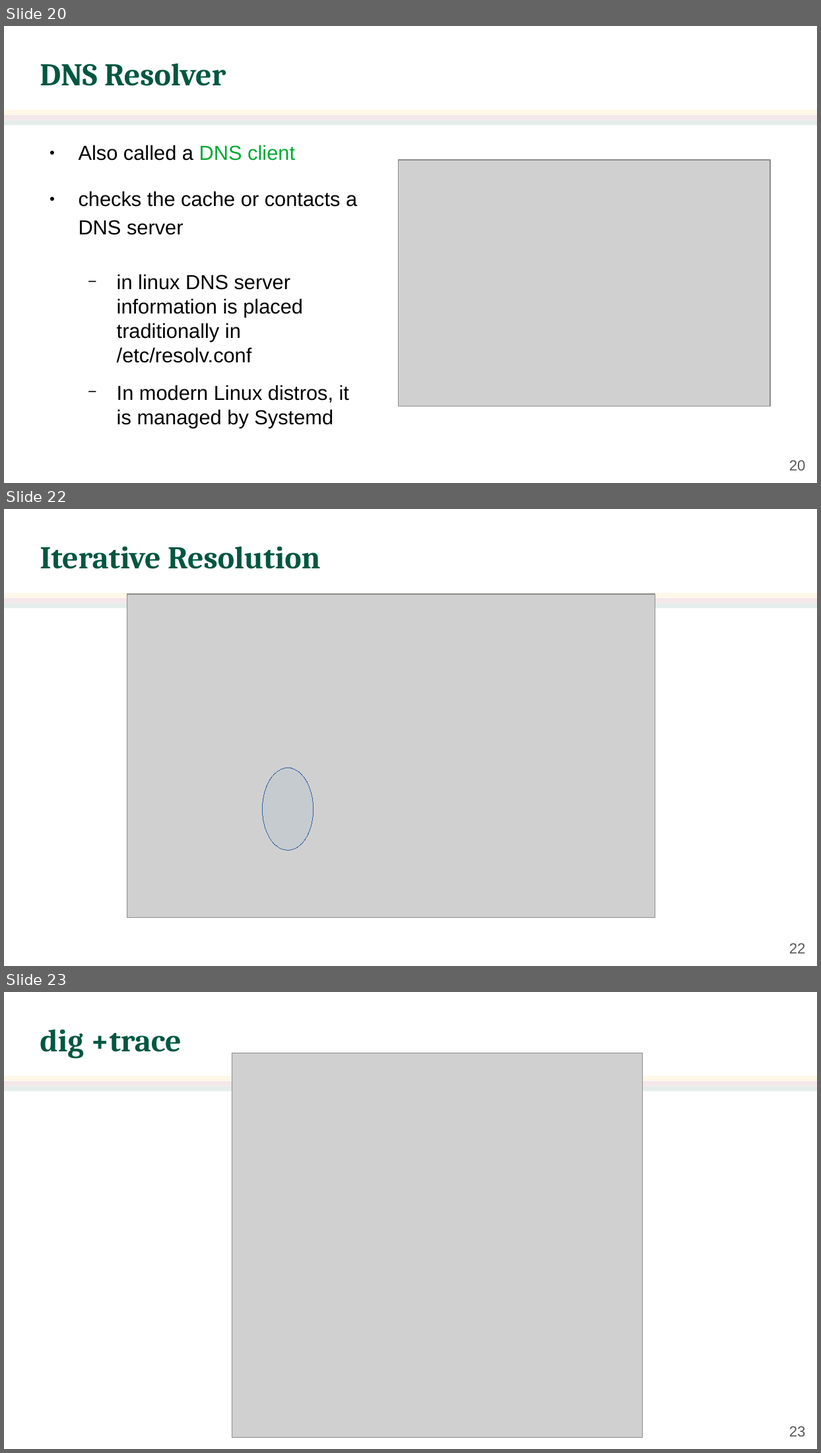
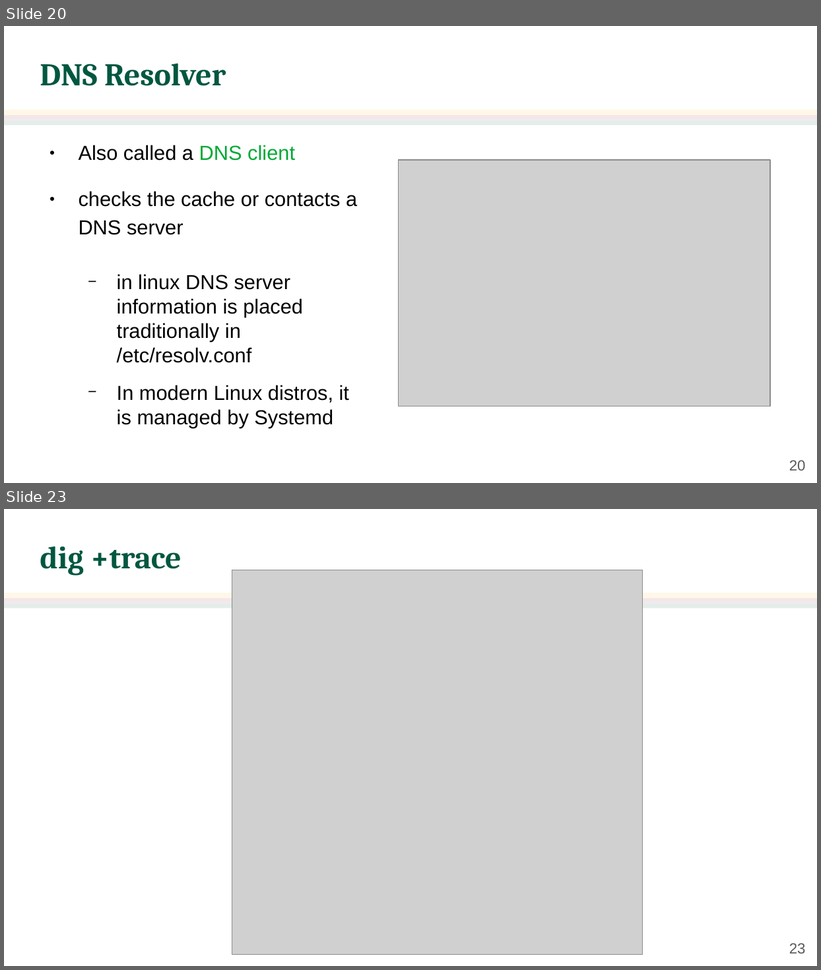
Before and after one commit to jachermocilla/extra-course-materials, a slide deck: cmsc137/slides-rsm/CMSC 137 - 23 - Domain Name System.odp. Shown one above the other, each under a label of ours: slides 20, 22 and 23 before the commit, slides 20 and 23 after it; the slides between them are not shown. The pictures are 821x1453 and 821x970 pixels, drawn with LibreOffice and Linux fonts; fonts in the diff are those of the drawing; grey boxes stand for pictures; background and template pictures are left out. Boxes give left, top, right and bottom in pixels: in the first picture for what was removed or moved away, otherwise in the second. Text is boxed around its words. In the diff, an @@ line names an element or a change of style, - is before the commit and + after.

```diff
--- a/cmsc137/slides-rsm/CMSC 137 - 23 - Domain Name System.odp
+++ b/cmsc137/slides-rsm/CMSC 137 - 23 - Domain Name System.odp
@@ slide 22 removed at (4, 509, 817, 966), background #FFFFFF; not listed: 3 template elements that a slide beside it also shows @@
@@ title removed at (40, 546, 320, 569) @@
-Iterative Resolution
@@ picture removed at (127, 594, 655, 918) @@
@@ ellipse removed at (263, 768, 314, 850) @@
@@ page number removed at (789, 943, 806, 954) @@
-22
```
Also in this commit, not shown: 1 slide changed, 2 slides added, 1 other slide removed, 1 other file.

#####

> _The task_:
Line by line, write out the entries exactly, and leave the pictures out.

> _Result for this task_:
Before and after one commit to jachermocilla/extra-course-materials, a slide deck: cmsc137/slides-rsm/CMSC 137 - 23 - Domain Name System.odp. Shown one above the other, each under a label of ours: slides 20, 22 and 23 before the commit, slides 20 and 23 after it; the slides between them are not shown. The pictures are 821x1453 and 821x970 pixels, drawn with LibreOffice and Linux fonts; fonts in the diff are those of the drawing; grey boxes stand for pictures; background and template pictures are left out. Boxes give left, top, right and bottom in pixels: in the first picture for what was removed or moved away, otherwise in the second. Text is boxed around its words. In the diff, an @@ line names an element or a change of style, - is before the commit and + after.

```diff
--- a/cmsc137/slides-rsm/CMSC 137 - 23 - Domain Name System.odp
+++ b/cmsc137/slides-rsm/CMSC 137 - 23 - Domain Name System.odp
@@ slide 22 removed at (4, 509, 817, 966), background #FFFFFF; not listed: 3 template elements that a slide beside it also shows @@
@@ title removed at (40, 546, 320, 569) @@
-Iterative Resolution
@@ picture removed at (127, 594, 655, 918) @@
@@ ellipse removed at (263, 768, 314, 850) @@
@@ page number removed at (789, 943, 806, 954) @@
-22
```
Also in this commit, not shown: 1 slide changed, 2 slides added, 1 other slide removed, 1 other file.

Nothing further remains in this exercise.